To a lot of people, this is one of Kubrick’s most long winded and boring movies in comparison to films like 2001 and A Clockwork Orange, but it might be my favorite of his. The setting is fantastic and the atmosphere is pulled off perfectly, with no shot feeling too long or wasted. The length lets a lot of the cameos and tertiary characters shine and stick out more than they normally would, and Ryan O’Neal is an equally fantastic lead. The movie itself already looks beyond stunning, but learning about the amount of manipulation in regards to light and lack of electric lighting that was used in the movie makes it that much more impressive. This is also probably the last movie I’d expect to see a Patrick Bateman-esque sigma male edit about, but it exists. Somehow. 


The World, The Flesh, and The Devil (1959)
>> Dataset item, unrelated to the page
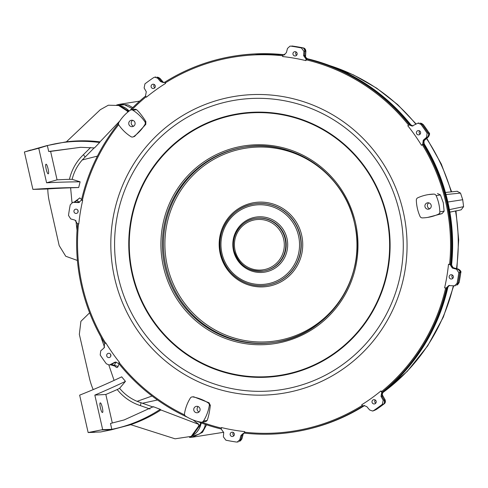 <?xml version="1.0" encoding="UTF-8"?>
<svg xmlns="http://www.w3.org/2000/svg" width="488" height="488" viewBox="0 0 488 488"><rect width="100%" height="100%" fill="white"/><g stroke="black" fill="none" stroke-linecap="round" stroke-linejoin="round"><path stroke-width="0.73" d="M456.463 210.81L449.881 212.158M445.434 192.443L451.601 191.845M445.44 192.455L452.315 191.772M456.902 268.723L458.671 239.834L455.969 211.005L461.184 209.816L463.6 206.65L462.715 199.72L460.519 193.096L457.116 191.272M461.184 209.816L455.859 211.017M199.031 424.499L198.494 426.298L191.229 436.376L175.064 438.803L130.656 424.651C141.331 421.004 151.414 416.105 160.906 409.963L199.031 424.499L193.034 419.936M191.229 436.376L192.693 435.357L199.958 425.28L200.714 422.748M153.153 407.053L137.085 401.337C130.229 398.446 124.403 394.103 119.609 388.308L117.212 389.546C123.379 397.226 131.126 402.594 140.452 405.656L149.987 408.999M124.361 419.875L110.489 423.462L124.135 419.942L153.269 406.681L160.265 409.328L160.906 409.963M408.682 125.209A189.381 186.446 -99 0 0 306.336 59.853L306.403 58.932L307.007 58.841A190.289 187.343 81 0 1 410.158 124.769L409.554 124.861A190.289 187.343 -99 0 0 306.403 58.932L306.019 58.993L303.609 55.681L303.908 51.301L301.401 47.964A200.086 196.981 -99 0 0 290.933 46.134L290 46.14L287.493 48.434L286.377 52.667L283.857 54.961L283.04 54.979L282.625 56.553A188.679 185.757 81 0 1 305.903 60.622L306.019 58.993M284.345 54.845L283.424 54.918A190.289 187.343 -99 0 0 234.399 56.053A190.289 187.343 -99 0 0 164.901 82.112L163.358 82.606L160.509 81.545L157.673 78.214L154.83 77.153L153.58 77.647A200.086 196.981 -99 0 0 144.942 83.857L144.125 87.956L146.284 91.774L145.546 95.813L146.351 97.228A188.679 185.757 81 0 1 165.572 83.405L164.517 82.173M284.852 54.808L284.028 54.827A190.289 187.343 -99 0 0 253.278 54.003A190.289 187.343 -99 0 0 235.002 55.961L234.399 56.053M145.65 95.983A190.289 187.343 -99 0 0 130.064 110.355M118.535 123.415A190.289 187.343 -99 0 0 81.472 200.135L78.544 202.593L72.797 202.325L70.242 204.826A200.086 196.981 -99 0 0 68.491 215.44L70.766 218.941L74.951 220.1L77.244 223.498L78.794 223.925A188.679 185.757 81 0 1 82.692 200.318L81.087 200.196M450.064 264.673L448.509 264.24A188.679 185.757 81 0 1 444.611 287.853L446.215 287.975L448.759 285.571L454.505 285.84L457.061 283.339A200.086 196.981 -99 0 0 458.811 272.725L456.536 269.224L452.352 268.071L450.064 264.673L450.448 264.612L449.57 264.368A189.381 186.446 81 0 0 445.776 202.331A189.381 186.446 -99 0 0 422.401 144.784L423.688 144.088A190.289 187.343 81 0 1 451.046 264.514L450.448 264.612A190.289 187.343 -99 0 0 423.084 144.18L422.7 144.241L423.297 140.178L426.567 137.311L427.104 133.163A200.086 196.981 -99 0 0 420.943 124.367L417.972 123.135L412.085 126.069L409.17 124.922L407.779 125.733A188.679 185.757 81 0 1 421.486 145.302L422.7 144.241M446.215 287.975L446.599 287.914A190.289 187.343 81 0 1 382.141 392.297L381.683 391.498A189.381 186.446 81 0 0 445.672 287.932M446.599 287.914L447.203 287.816A190.289 187.343 81 0 1 382.745 392.2L381.756 392.358L380.951 390.943A188.679 185.757 81 0 1 361.736 404.759L362.785 405.998L363.944 405.558L366.793 406.62L369.63 409.95L372.472 411.012L373.723 410.518A200.086 196.981 -99 0 0 382.36 404.308L383.184 400.209L381.018 396.396L381.756 392.358M362.785 405.998L363.17 405.937A190.289 187.343 81 0 1 293.672 431.996A190.289 187.343 81 0 1 244.647 433.13L244.884 432.24A189.381 186.446 81 0 0 362.291 405.412M293.672 431.996L294.276 431.898A190.289 187.343 -99 0 0 312.265 428.135A190.289 187.343 -99 0 0 363.774 405.839L364.438 405.528M221.296 429.019A190.289 187.343 81 0 1 196.335 421.065M187.404 417.24A190.289 187.343 81 0 1 118.517 363.182L119.304 362.724A189.381 186.446 81 0 0 184.641 414.94M77.61 223.602A190.289 187.343 -99 0 0 104.877 343.686M410.878 124.855L410.158 124.769L412.574 125.953A3.166 3.105 -83.2 0 1 410.878 124.855L410.878 124.855A190.228 187.276 -99 0 0 307.464 58.755A3.166 3.142 79.7 0 1 305.037 55.443L305.299 57.236M305.885 51.252L305.897 51.258C305.647 49.312 304.805 48.202 303.371 47.934L302.487 47.83C303.621 47.842 304.427 48.946 304.896 51.142L304.597 55.528L307.007 58.841L307.464 58.755C305.464 57.438 304.719 56.712 305.232 56.59L305.25 56.84M306.336 59.853L305.903 60.622M221.363 428.104A189.381 186.446 81 0 1 201.77 422.169M78.489 223.846A189.381 186.446 -99 0 0 82.295 285.718A189.381 186.446 81 0 0 105.561 343.082M118.7 124.666A189.381 186.446 -99 0 0 82.381 200.202L81.472 200.135M146.101 96.789A189.381 186.446 -99 0 0 131.912 109.757M282.826 55.772A189.381 186.446 -99 0 0 165.499 82.814L164.901 82.112M448.509 264.24L449.57 264.368M460.77 272.646L460.776 272.658A199.647 196.554 -99 0 1 459.141 282.485L457.75 284.553L459.159 282.479L458.049 283.186A200.086 196.981 -99 0 0 459.8 272.572L460.764 272.67L458.488 269.162L453.34 267.912L451.046 264.514L451.62 264.594A3.166 3.129 -82.2 0 0 453.895 267.985L453.59 267.863C452.925 268.071 452.272 266.985 451.626 264.606C455.719 221.314 446.575 181.06 424.188 143.844C423.755 141.099 423.834 139.897 424.42 140.227L424.231 140.416M428.446 136.835L428.964 132.699L428.147 133.096C428.946 133.919 428.751 135.274 427.555 137.159L424.285 140.025L423.688 144.088L424.188 143.856A3.166 3.135 65.3 0 1 424.767 139.8L423.81 140.825M422.401 144.784L421.486 145.302M165.499 82.814L165.572 83.405M82.381 200.202L82.692 200.318M433.789 194.108L428.415 194.596A42.56 41.901 -99 0 0 417.807 197.774A2.532 2.495 -99 0 0 416.337 200.153A42.56 41.901 -99 0 0 420.028 216.398A2.532 2.495 -99 0 0 422.376 217.898A42.56 41.901 -99 0 0 427.75 217.404A42.56 41.901 -99 0 0 438.364 214.226A2.532 2.495 -99 0 0 439.828 211.853A42.56 41.901 -99 0 0 436.138 195.609A2.532 2.495 -99 0 0 433.789 194.108A42.56 41.901 -99 0 0 428.415 194.596M437.474 193.529L440.432 194.932L443.311 202.831L444.123 211.176L442.043 213.646L427.75 217.404M131.18 109.873L135.322 109.221L136.573 109.654C139.379 112.234 142.478 116.193 145.863 121.53L145.784 124.367L134.554 136.451L132.657 137.018A2.532 2.495 -99 0 0 133.712 136.585A42.56 41.901 81 0 0 144.942 124.501A2.532 2.495 -99 0 0 144.857 121.689A42.56 41.901 81 0 0 132.895 110.233A2.532 2.495 -99 0 0 130.125 110.306A42.56 41.901 81 0 0 118.895 122.39A2.532 2.495 -99 0 0 118.981 125.203A42.56 41.901 81 0 0 130.943 136.658A2.532 2.495 -99 0 0 132.657 137.018M428.8 209.151A3.227 3.178 81 0 1 424.963 206.607A3.227 3.178 81 0 1 427.579 202.813A3.227 3.178 81 0 1 431.203 205.399A3.227 3.178 81 0 1 428.8 209.151M428.854 202.874A3.227 3.178 81 0 0 427.451 206.326A3.227 3.178 -99 0 0 429.782 208.742M119.523 362.438A188.679 185.757 81 0 1 105.817 342.863L104.603 343.924L104.005 347.987L100.735 350.854L100.199 355.002A200.086 196.981 -99 0 0 106.36 363.798L109.33 365.036L115.217 362.096L118.133 363.243L119.304 362.724M244.683 431.618A188.679 185.757 81 0 1 221.399 427.549L221.284 429.172L223.693 432.484L223.394 436.87L225.901 440.206A200.086 196.981 -99 0 0 236.369 442.03L237.302 442.024L239.809 439.737L240.926 435.497L243.445 433.21L244.262 433.185L244.683 431.618L244.884 432.24M380.951 390.943L381.683 391.498M208.193 402.911L209.035 402.777L210.34 405.321C209.608 411.683 208.559 416.721 207.186 420.436L205.985 421.504L201.788 422.163A2.532 2.495 -99 0 0 203.502 421.016A42.56 41.901 -99 0 0 209.328 405.479A2.532 2.495 -99 0 0 208.193 402.911A42.56 41.901 -99 0 0 192.858 396.921A2.532 2.495 -99 0 0 190.332 398.062A42.56 41.901 -99 0 0 184.507 413.598A2.532 2.495 -99 0 0 185.641 416.173A42.56 41.901 -99 0 0 200.977 422.157A2.532 2.495 -99 0 0 201.788 422.163M192.052 396.915L193.699 396.793L209.035 402.777M453.328 276.391A2.153 2.117 81 0 1 451.601 278.996A2.153 2.117 81 0 1 449.198 277.343A2.153 2.117 81 0 1 450.93 274.744A2.153 2.117 81 0 1 453.328 276.391M452.888 278.258A2.153 2.117 81 0 1 452.382 275.043M382.074 394.438L385.062 399.715L384.166 400.056L382.006 396.238L382.745 392.2L383.208 391.821L383.208 392.163A190.228 187.276 -99 0 0 447.831 287.517L447.203 287.816L449.259 285.535M447.831 287.517L447.831 287.517A3.166 3.111 64.4 0 1 449.216 285.553M449.515 285.389C449.18 285.224 448.618 285.925 447.844 287.493C437.827 329.748 416.276 364.64 383.208 392.169A3.166 3.142 -94.4 0 0 382.458 396.201L381.933 394.548M383.184 400.209L384.166 400.056C384.696 402.234 384.446 403.576 383.428 404.088L384.221 403.808L385.062 399.733M375.736 403.198A2.153 2.117 81 0 1 375.229 399.983M375.912 402.954A2.153 2.117 81 0 1 372.344 402.984A2.153 2.117 81 0 1 373.777 399.678A2.153 2.117 81 0 1 375.912 402.954M375.992 409.7L384.233 403.808C385.398 402.96 385.673 401.6 385.062 399.715L382.074 394.463M373.723 410.518L374.711 410.365A200.086 196.981 -99 0 0 383.348 404.155L382.36 404.308M363.17 405.937L364.548 405.583A190.228 187.276 -99 0 1 312.906 427.97L312.265 428.135M243.317 433.625L241.938 438.852L240.797 439.584L241.914 435.345L243.774 433.234M243.969 433.167A3.166 3.135 -111.7 0 0 242.377 435.162L242.975 434.003M244.647 433.13L244.262 433.185M233.874 435.741A2.153 2.117 81 0 1 233.368 432.527M232.727 436.449A2.153 2.117 81 0 1 230.171 434.753A2.153 2.117 81 0 1 231.916 432.222A2.153 2.117 81 0 1 234.331 433.948A2.153 2.117 81 0 1 232.727 436.449M239.809 439.737L240.797 439.584L239.425 441.396L240.554 440.676M243.305 433.637L241.92 438.865L240.12 440.951M457.061 283.339L458.049 283.186L456.603 285.23L457.707 284.528M457.726 284.565L457.299 284.791M456.536 269.224L457.524 269.071C459.409 270.242 460.172 271.371 459.812 272.469L458.811 272.725M451.62 264.594L451.62 264.594A190.228 187.276 -99 0 0 424.188 143.856L424.188 143.856M419.637 130.906A2.153 2.117 81 0 1 418.85 134.853A2.153 2.117 81 0 1 416.441 132.291A2.153 2.117 81 0 1 419.637 130.906M420.144 134.121A2.153 2.117 81 0 1 419.631 130.906M421.022 123.299L423.279 124.568L428.983 132.724M427.104 133.163L428.092 133.011A200.086 196.981 -99 0 0 421.931 124.214L423.261 124.562L421.553 123.391M421.547 123.433L420.211 123.086L421.931 124.214L420.943 124.367M409.554 124.861L409.17 124.922M307.611 59.078L307.464 58.755C349.14 69.137 383.623 91.171 410.896 124.873L412.94 126.014M294.575 51.716A2.153 2.117 81 0 1 297.131 53.418A2.153 2.117 81 0 1 295.386 55.943A2.153 2.117 81 0 1 292.971 54.223A2.153 2.117 81 0 1 294.575 51.716M296.673 55.211A2.153 2.117 81 0 1 296.167 51.996M303.371 47.934L293.685 46.238A199.647 196.554 -99 0 1 303.371 47.934L305.885 51.27L303.908 51.301M290 46.14L290.933 46.134M301.401 47.964L302.389 47.812A200.086 196.981 -99 0 0 292.105 46.006A200.086 196.981 -99 0 0 291.922 45.982M283.424 54.918L283.04 54.979M163.846 82.49L161.498 81.392L158.661 78.062L160.027 78.409L158.466 77.421M163.822 82.49A3.166 3.135 95.7 0 1 162.01 81.441L162.961 82.185M151.396 85.217A2.153 2.117 81 0 1 154.958 85.18A2.153 2.117 81 0 1 153.525 88.493A2.153 2.117 81 0 1 151.396 85.217M154.818 87.755A2.153 2.117 81 0 1 154.312 84.54M158.466 77.464L157.093 77.11L158.661 78.062L157.673 78.214M157.923 77.324L160.046 78.416L163.413 82.381L160.046 78.416M128.686 111.392L120.377 106.036L118.669 105.499M119.792 120.993L99.997 141.862C88.981 140.459 77.781 140.446 66.398 141.819L100.296 109.702L108.324 105.219L118.553 105.463L126.801 110.752L127.935 111.996M47.36 145.601L38.753 148.254L46.598 182.799L57.072 179.846L50.606 151.396L48.69 151.475L47.36 145.601C64.062 141.239 81.49 140.202 99.643 142.502L99.997 141.862M99.643 142.502L94.483 147.931L80.788 147.309L48.69 151.475M94.251 147.809L82.246 159.966L97.429 156.099M46.598 182.799A739.479 728.023 81 0 1 80.111 181.817L72.132 179.34C73.95 172.026 77.324 165.566 82.246 159.966M80.111 181.817L78.69 187.526L70.62 187.819L71.998 202.569M77.33 199.812L79.751 197.927L81.636 199.427M74.755 202.16L79.751 197.927M79.605 202.221L72.797 202.325M79.032 202.477L77.921 202.398M73.975 211.774A2.153 2.117 81 0 1 75.701 209.175A2.153 2.117 81 0 1 78.104 210.828A2.153 2.117 81 0 1 76.372 213.427A2.153 2.117 81 0 1 73.975 211.774M78.123 211.694A2.153 2.117 81 0 1 77.903 210.279M81.697 287.096L81.179 284.833M116.309 362.12L114.357 362.773L115.717 362.059M109.33 365.036L111.392 364.499L114.357 362.773M107.665 357.259A2.153 2.117 81 0 1 108.452 353.312A2.153 2.117 81 0 1 110.867 355.88A2.153 2.117 81 0 1 107.665 357.259M110.874 355.837A2.153 2.117 81 0 1 110.648 354.422M118.517 363.182L118.133 363.243M114.43 365.28L118.047 366.512L119.035 363.835M118.047 366.512C117.346 368.111 116.217 367.818 114.668 365.634M108.848 365.073L114.094 380.396M160.265 409.328C144.899 419.314 128.753 425.981 111.819 429.33L102.681 429.641L88.145 432.545L79.648 395.152A733.781 722.411 -99 0 0 121.707 376.846L125.453 381.366L119.609 388.308M112.295 422.919L105.829 394.469A740.9 729.42 -99 0 0 117.212 389.546M110.489 423.462L111.819 429.33M89.133 432.35L100.674 431.965L111.27 429.837L131.266 424.572M93.214 389.595A64.55 63.55 81 0 1 89.42 378.102L79.337 334.317L80.904 321.311L89.627 312.808M77.403 260.458L65.746 256.255L59.176 245.586L49.349 201.739A64.55 63.55 81 0 1 47.781 188.929A732.372 721.02 81 0 1 70.62 187.819M78.69 187.526A733.781 722.411 -99 0 0 33.916 189.301L32.897 189.374L24.4 151.975L46.708 145.662L66.996 141.679M38.753 148.254L25.376 151.719L30.677 150.048M24.4 151.975L25.376 151.719M48.227 173.819C47.031 174.289 44.737 164.194 46.055 164.249L46.055 164.249C47.251 163.773 49.544 173.868 48.227 173.819L48.239 173.813M72.132 179.34L69.448 179.322A740.9 729.42 -99 0 0 57.072 179.846M50.606 151.396L80.526 147.309M32.897 189.374L39.583 189.252A732.952 721.593 81 0 1 40.388 189.198L47.787 188.972M125.453 381.366A739.479 728.023 81 0 1 94.831 395.097L102.681 429.641M94.806 432.295L88.145 432.545M102.449 412.47C101.254 412.94 98.96 402.844 100.278 402.899C101.474 402.429 103.767 412.525 102.449 412.47L102.449 412.47M105.829 394.469L94.831 395.097M79.367 202.252L77.019 200.537C77.202 199.555 77.232 199.72 77.116 201.025M77.482 199.635L74.109 202.136M446.014 194.541L460.519 193.096M463.6 206.65L449.436 209.639M193.943 408.383A3.227 3.178 81 0 1 196.414 406.351A3.227 3.178 81 0 1 199.891 410.701A3.227 3.178 81 0 1 197.42 412.732A3.227 3.178 81 0 1 193.943 408.383M198.171 406.577A3.227 3.178 81 0 0 197.176 409.725A3.227 3.178 -99 0 0 199.025 411.976M129.741 125.788A3.227 3.178 -99 0 0 134.963 124.403A3.227 3.178 -99 0 0 131.418 120.255A3.227 3.178 -99 0 0 129.741 125.788M132.693 120.316A3.227 3.178 81 0 0 131.29 123.769A3.227 3.178 -99 0 0 133.614 126.185M192.51 437.199L189.484 437.455L192.546 437.193L202.459 432.337L206.552 424.792M205.283 424.365L205.796 424.542M205.265 424.487C204.734 428.263 202.752 431.459 199.305 434.076L190.973 436.608M199.989 425.182L200.678 425.079L198.933 429.159L196.78 432.161L195.212 433.74L190.662 436.76L195.548 433.429A18.995 18.703 -99 0 0 200.678 425.079L201.306 422.962M132.785 107.598L128.069 104.926L119.792 104.255L116.693 104.981L119.792 104.261M117.998 105.298L124.483 104.737L131.992 108.391M118.114 105.329L121.158 106.018A18.995 18.703 81 0 1 129.137 111.038M455.517 211.048A185.129 182.256 81 0 1 456.512 268.613M453.315 285.834A185.129 182.256 81 0 1 382.726 392.657M329.833 65.624A185.129 182.256 81 0 1 415.825 124.141M426.512 138.531A185.129 182.256 81 0 1 451.156 191.845M456.463 210.779L455.92 211.017M456.341 210.798L449.875 212.115M199.958 425.28L198.494 426.298M142.374 403.259L157.49 399.995M303.609 55.681L305.037 55.443M453.895 267.985L452.352 268.071M423.297 140.178L424.767 139.8M403.265 211.713A150.395 148.065 -99 0 0 225.615 98.179A150.395 148.065 -99 0 0 114.607 277.94A150.395 148.065 81 0 0 292.251 391.48A150.395 148.065 81 0 0 403.265 211.713M439.828 211.853L444.123 211.176M436.138 195.609L440.432 194.932M438.364 214.226L442.043 213.646M381.018 396.396L382.458 396.201M376.23 409.554A199.647 196.554 -99 0 0 384.221 403.808M240.926 435.497L242.377 435.162M458.488 269.162L453.26 267.717L458.494 269.162C460.593 270.48 461.355 271.645 460.776 272.658L459.159 282.479M426.567 137.311L428.427 136.853L424.151 140.605M428.964 132.699A199.647 196.554 -99 0 0 423.261 124.562M305.476 57.242L305.885 51.27L305.488 57.267M253.931 53.967L284.534 54.772A190.228 187.276 -99 0 0 253.931 53.967L253.278 54.003M160.509 81.545L162.01 81.441M126.801 110.752L128.631 111.325M117.23 123.738L119.481 121.469M78.818 202.465L77.836 202.624M111.392 364.499L110.404 364.652M115.138 362.322L114.149 362.474M115.723 362.279L114.46 365.329L111.459 364.457M137.085 401.337L152.073 396.024M140.971 402.777L140.452 405.656M101.254 429.922L111.27 429.837M46.708 145.662L37.344 148.62M90.573 147.498L83.43 154.672C76.354 161.491 71.693 169.708 69.448 179.322M83.43 154.672L85.126 156.971M39.583 189.252L33.916 189.301M74.505 202.142L73.517 202.294M447.862 202.008L462.715 199.72M399.587 212.561A146.571 144.302 81 0 1 291.403 387.746A146.571 144.302 81 0 1 118.279 277.099A146.571 144.302 -99 0 1 226.463 101.913A146.571 144.302 -99 0 1 399.587 212.561M386.758 215.537A132.681 130.625 81 0 1 288.823 374.125A132.681 130.625 81 0 1 132.108 273.963A132.681 130.625 81 0 1 230.037 115.375A132.681 130.625 81 0 1 386.758 215.537M386.295 215.647A132.181 130.131 81 0 1 288.731 373.631A132.181 130.131 81 0 1 132.602 273.847A132.181 130.131 81 0 1 230.165 115.863A132.181 130.131 81 0 1 386.295 215.647M163.431 266.777A100.052 98.503 -99 0 0 281.613 342.308A100.052 98.503 -99 0 0 355.465 222.717A100.052 98.503 -99 0 0 237.284 147.187A100.052 98.503 -99 0 0 163.431 266.777M164.865 266.46A98.789 97.258 -99 0 0 275.055 342.295A98.789 97.258 -99 0 0 354.471 222.961A98.789 97.258 -99 0 0 244.281 147.132A98.789 97.258 -99 0 0 164.865 266.46M275.586 342.21A98.789 97.258 81 0 1 165.926 266.296A98.789 97.258 81 0 1 244.811 147.047M355.709 260.86A97.521 96.008 81 0 1 263.978 341.96A97.521 96.008 81 0 1 167.36 265.978A97.521 96.008 81 0 1 227.64 152.915A97.521 96.008 81 0 1 346.077 199.793M220.228 253.851A42.425 41.773 81 0 1 251.546 203.142A42.425 41.773 81 0 1 301.663 235.167A42.425 41.773 81 0 1 270.346 285.883A42.425 41.773 81 0 1 220.228 253.851M254.315 203.886A41.163 40.522 81 0 1 300.23 235.484A41.163 40.522 81 0 1 267.137 285.206L266.881 285.242A41.163 40.522 -99 0 0 299.974 235.521A41.163 40.522 -99 0 0 254.059 203.929A41.163 40.522 -99 0 0 220.966 253.644A41.163 40.522 -99 0 0 266.881 285.242C246.538 288.945 225.127 274.207 220.948 253.65C215.22 231.349 231.544 206.814 254.059 203.929L254.315 203.886M298.534 235.838A39.894 39.278 -99 0 0 251.411 205.722A39.894 39.278 -99 0 0 221.967 253.406A39.894 39.278 -99 0 0 269.089 283.522A39.894 39.278 -99 0 0 298.534 235.838M233.514 250.753A27.865 27.432 81 0 1 254.077 217.453A27.865 27.432 81 0 1 286.987 238.486A27.865 27.432 81 0 1 266.424 271.792A27.865 27.432 81 0 1 233.514 250.753M255.889 218.38A26.596 26.187 81 0 1 285.553 238.797A26.596 26.187 81 0 1 264.173 270.925L263.721 270.999A26.596 26.187 -99 0 0 285.102 238.87A26.596 26.187 -99 0 0 255.438 218.453A26.596 26.187 -99 0 0 234.057 250.576A26.596 26.187 -99 0 0 263.721 270.999C248.599 272.029 238.705 265.222 234.039 250.582C230.336 236.174 240.883 220.32 255.438 218.453L255.889 218.38M283.668 239.181A25.327 24.937 -99 0 0 253.748 220.064A25.327 24.937 -99 0 0 235.051 250.338A25.327 24.937 -99 0 0 264.972 269.461A25.327 24.937 -99 0 0 283.668 239.181M192.858 396.921L193.699 396.793M209.328 405.479L210.34 405.321M203.502 421.016L207.186 420.436M145.784 124.367L144.942 124.501M134.554 136.451L133.712 136.585M136.573 109.654L132.895 110.233M145.863 121.53L144.857 121.689M200.684 425.048L200.891 424.359M200.879 424.389L201.318 422.968M451.601 191.79L441.311 164.047L426.786 138.293M416.105 123.976L397.653 104.615L376.632 88.145L353.477 74.908L328.68 65.197M453.694 285.864L443.354 317.035L427.701 345.846L407.236 371.386L382.598 392.84M451.961 191.784L451.071 191.876M451.98 191.784L451.546 191.79M455.957 211.011L456.487 210.804M383.208 392.169C381.976 394.249 381.622 395.237 382.147 395.127L381.811 394.353M372.472 411.012L373.46 410.859M312.906 427.97C331.248 423.151 348.462 415.685 364.56 405.577L364.634 405.528M244.256 433.039L242.908 434.064M237.302 442.024L238.29 441.872M241.938 438.852L240.584 440.713M454.505 285.84L455.493 285.687M424.145 140.611L428.433 136.847C429.733 134.67 429.916 133.285 428.983 132.706M417.972 123.135L418.96 122.976M292.757 46.104L292.105 46.006M154.83 77.153L155.818 77M75.89 220.539L77.043 230.318M100.809 336.696L104.578 347.316M110.605 364.817L115.205 366.195M164.09 82.527L162.87 82.149M457.341 191.247L450.753 191.912M244.281 147.132C293.038 138.256 344.412 173.612 354.447 222.967C368.202 276.519 329.028 335.372 275.055 342.295M192.632 437.175L223.705 432.276M119.676 104.279L139.653 101.126M129.149 111.032L126.063 108.397L122.689 106.573L118.102 105.323"/></g></svg>

There are few movies these days that are carried by a cast of just three, and even fewer that are good while being that barebones. While the ending might be a little limp and inconclusive, Belafonte alone is more than enough to carry the film and the eerie atmosphere the film builds is perfect. On later rewatches, this movie has grown off of me a smidge, but the nostalgia of watching it over and over when I was younger still keeps it up there as one of my favorites. The closest thing I could compare it to is one of the moodier, less science fiction focused Twilight Zone episodes without the crazy twist endings, and in a sense it’s the film stand in on my list for that series.